For prevailing torque nuts with non-metallic inserts (like nylon), ISO 2320 requires the maximum first-installation torque to be no more than 50% of the value specified for all-metal designs. This keeps the run-on torque predictable enough that assemblers can still achieve accurate final clamp loads.
How Run-On Torque Is Measured
In production environments, run-on torque is measured during the rundown phase of each tightening cycle, before the fastener seats. Modern electric assembly tools can track torque continuously through the entire tightening process and isolate the run-on portion automatically.
The basic procedure involves first running several test tightenings to establish a baseline. You identify the “seating point,” the angle at which the fastener contacts the joint surface and torque begins climbing steeply. Everything before that point is your run-on torque window. In one documented example, an assembler found the seating point consistently occurred after about 6,300 degrees of rotation (many turns for a long screw), so they set the monitoring window from 0 to 6,000 degrees. The measured run-on torque was consistently near 5 lbf·in, so acceptable limits were set at 4.5 to 5.5 lbf·in. Any fastener falling outside that range during production would be flagged as a failure.
Assembly tools handle run-on torque in two main ways. In “compensate” mode, the tool measures the run-on torque and adds it to the target. If your spec calls for 190 lbf·in of clamping torque and the run-on torque is 60 lbf·in, the tool tightens to 250 lbf·in total. In “monitor” mode, the tool simply records the run-on torque value for quality control without adjusting the final target, which is useful when the spec already accounts for expected friction.
Adjusting Torque Specs for Run-On Torque
When you’re working with prevailing torque nuts or any fastener with significant run-on torque, published torque specifications may or may not include that friction in the target value. This is a common source of confusion. If a spec says “tighten to 80 N·m” and you’re using a nylon locknut with 8 N·m of prevailing torque, you need to know whether the spec means 80 N·m total or 80 N·m of clamping torque on top of the prevailing torque.
Many manufacturers specify that prevailing torque should be added to the listed value.
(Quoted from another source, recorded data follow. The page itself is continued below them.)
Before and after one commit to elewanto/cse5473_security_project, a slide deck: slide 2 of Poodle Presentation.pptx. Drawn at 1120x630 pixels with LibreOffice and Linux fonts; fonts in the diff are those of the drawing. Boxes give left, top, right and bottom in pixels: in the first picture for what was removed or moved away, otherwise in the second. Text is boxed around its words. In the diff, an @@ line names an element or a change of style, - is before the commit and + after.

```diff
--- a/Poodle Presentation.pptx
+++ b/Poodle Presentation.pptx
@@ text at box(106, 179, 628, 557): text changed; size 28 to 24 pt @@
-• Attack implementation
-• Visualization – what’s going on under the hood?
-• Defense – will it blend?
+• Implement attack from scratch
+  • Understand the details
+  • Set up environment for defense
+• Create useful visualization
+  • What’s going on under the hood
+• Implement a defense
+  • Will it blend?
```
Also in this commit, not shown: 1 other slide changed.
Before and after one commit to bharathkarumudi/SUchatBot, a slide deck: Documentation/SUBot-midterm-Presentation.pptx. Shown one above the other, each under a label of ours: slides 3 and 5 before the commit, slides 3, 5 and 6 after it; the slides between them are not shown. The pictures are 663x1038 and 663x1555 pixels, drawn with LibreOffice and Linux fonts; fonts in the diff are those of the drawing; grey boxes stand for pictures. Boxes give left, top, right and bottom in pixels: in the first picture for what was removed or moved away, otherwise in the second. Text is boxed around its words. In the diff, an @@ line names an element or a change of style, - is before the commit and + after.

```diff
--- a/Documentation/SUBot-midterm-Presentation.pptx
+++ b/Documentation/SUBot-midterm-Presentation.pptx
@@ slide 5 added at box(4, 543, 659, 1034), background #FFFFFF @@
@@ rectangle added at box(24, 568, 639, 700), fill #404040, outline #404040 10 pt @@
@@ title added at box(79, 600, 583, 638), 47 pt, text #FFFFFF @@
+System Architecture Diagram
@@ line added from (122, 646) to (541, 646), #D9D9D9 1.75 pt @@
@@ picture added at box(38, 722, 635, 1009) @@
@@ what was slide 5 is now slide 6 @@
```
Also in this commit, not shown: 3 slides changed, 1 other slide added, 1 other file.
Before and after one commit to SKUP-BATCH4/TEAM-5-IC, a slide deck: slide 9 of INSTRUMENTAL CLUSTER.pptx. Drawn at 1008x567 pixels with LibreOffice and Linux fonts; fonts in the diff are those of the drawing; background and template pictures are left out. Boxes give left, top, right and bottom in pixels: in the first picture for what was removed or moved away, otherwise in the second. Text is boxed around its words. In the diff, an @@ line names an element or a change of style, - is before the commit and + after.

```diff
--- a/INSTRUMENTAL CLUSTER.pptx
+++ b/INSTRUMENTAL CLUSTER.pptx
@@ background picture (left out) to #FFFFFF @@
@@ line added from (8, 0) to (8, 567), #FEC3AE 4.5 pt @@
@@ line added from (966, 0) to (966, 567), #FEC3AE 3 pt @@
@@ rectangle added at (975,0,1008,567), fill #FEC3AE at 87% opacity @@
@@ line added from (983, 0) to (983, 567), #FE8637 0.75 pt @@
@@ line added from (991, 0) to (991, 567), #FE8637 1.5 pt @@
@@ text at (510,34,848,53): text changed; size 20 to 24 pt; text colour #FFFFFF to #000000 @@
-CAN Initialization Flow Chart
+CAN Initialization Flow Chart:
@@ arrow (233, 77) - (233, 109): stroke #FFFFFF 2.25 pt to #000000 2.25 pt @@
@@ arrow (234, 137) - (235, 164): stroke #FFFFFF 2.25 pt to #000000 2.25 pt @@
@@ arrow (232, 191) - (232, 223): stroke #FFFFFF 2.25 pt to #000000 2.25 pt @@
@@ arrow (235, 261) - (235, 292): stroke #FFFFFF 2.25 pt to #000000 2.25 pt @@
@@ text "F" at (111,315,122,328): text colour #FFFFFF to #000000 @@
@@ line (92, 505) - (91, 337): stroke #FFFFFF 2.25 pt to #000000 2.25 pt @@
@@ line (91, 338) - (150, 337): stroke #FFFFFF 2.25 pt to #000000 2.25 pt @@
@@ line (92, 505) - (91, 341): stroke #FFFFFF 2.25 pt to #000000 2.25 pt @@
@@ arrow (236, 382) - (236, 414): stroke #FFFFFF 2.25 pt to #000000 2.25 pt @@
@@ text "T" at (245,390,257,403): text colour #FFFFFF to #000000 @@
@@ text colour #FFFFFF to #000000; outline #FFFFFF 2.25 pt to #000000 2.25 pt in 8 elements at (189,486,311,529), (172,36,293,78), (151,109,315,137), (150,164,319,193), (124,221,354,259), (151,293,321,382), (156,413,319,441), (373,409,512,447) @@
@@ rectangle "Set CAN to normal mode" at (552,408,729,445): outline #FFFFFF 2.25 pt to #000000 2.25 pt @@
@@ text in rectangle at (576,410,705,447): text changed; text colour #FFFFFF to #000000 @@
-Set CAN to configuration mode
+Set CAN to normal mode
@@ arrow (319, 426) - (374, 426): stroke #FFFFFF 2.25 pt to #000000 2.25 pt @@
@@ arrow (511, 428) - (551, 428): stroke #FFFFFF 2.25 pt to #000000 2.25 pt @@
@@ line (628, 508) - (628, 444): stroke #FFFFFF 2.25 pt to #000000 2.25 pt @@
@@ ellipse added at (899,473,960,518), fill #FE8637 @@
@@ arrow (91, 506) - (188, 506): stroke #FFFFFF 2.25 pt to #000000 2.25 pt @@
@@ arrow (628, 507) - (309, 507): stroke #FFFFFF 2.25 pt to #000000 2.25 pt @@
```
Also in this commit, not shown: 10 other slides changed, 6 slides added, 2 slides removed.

Others build it into the number. If the documentation doesn’t clarify, the safer practice is to measure the prevailing torque of your specific nut and add it to the clamping torque target. Getting this wrong by even a small margin can reduce your actual clamp load significantly, since friction-related losses already consume roughly 85 to 90 percent of the torque you apply to a typical bolted joint. The small fraction that actually stretches the bolt is sensitive to any additional friction stealing energy from the system.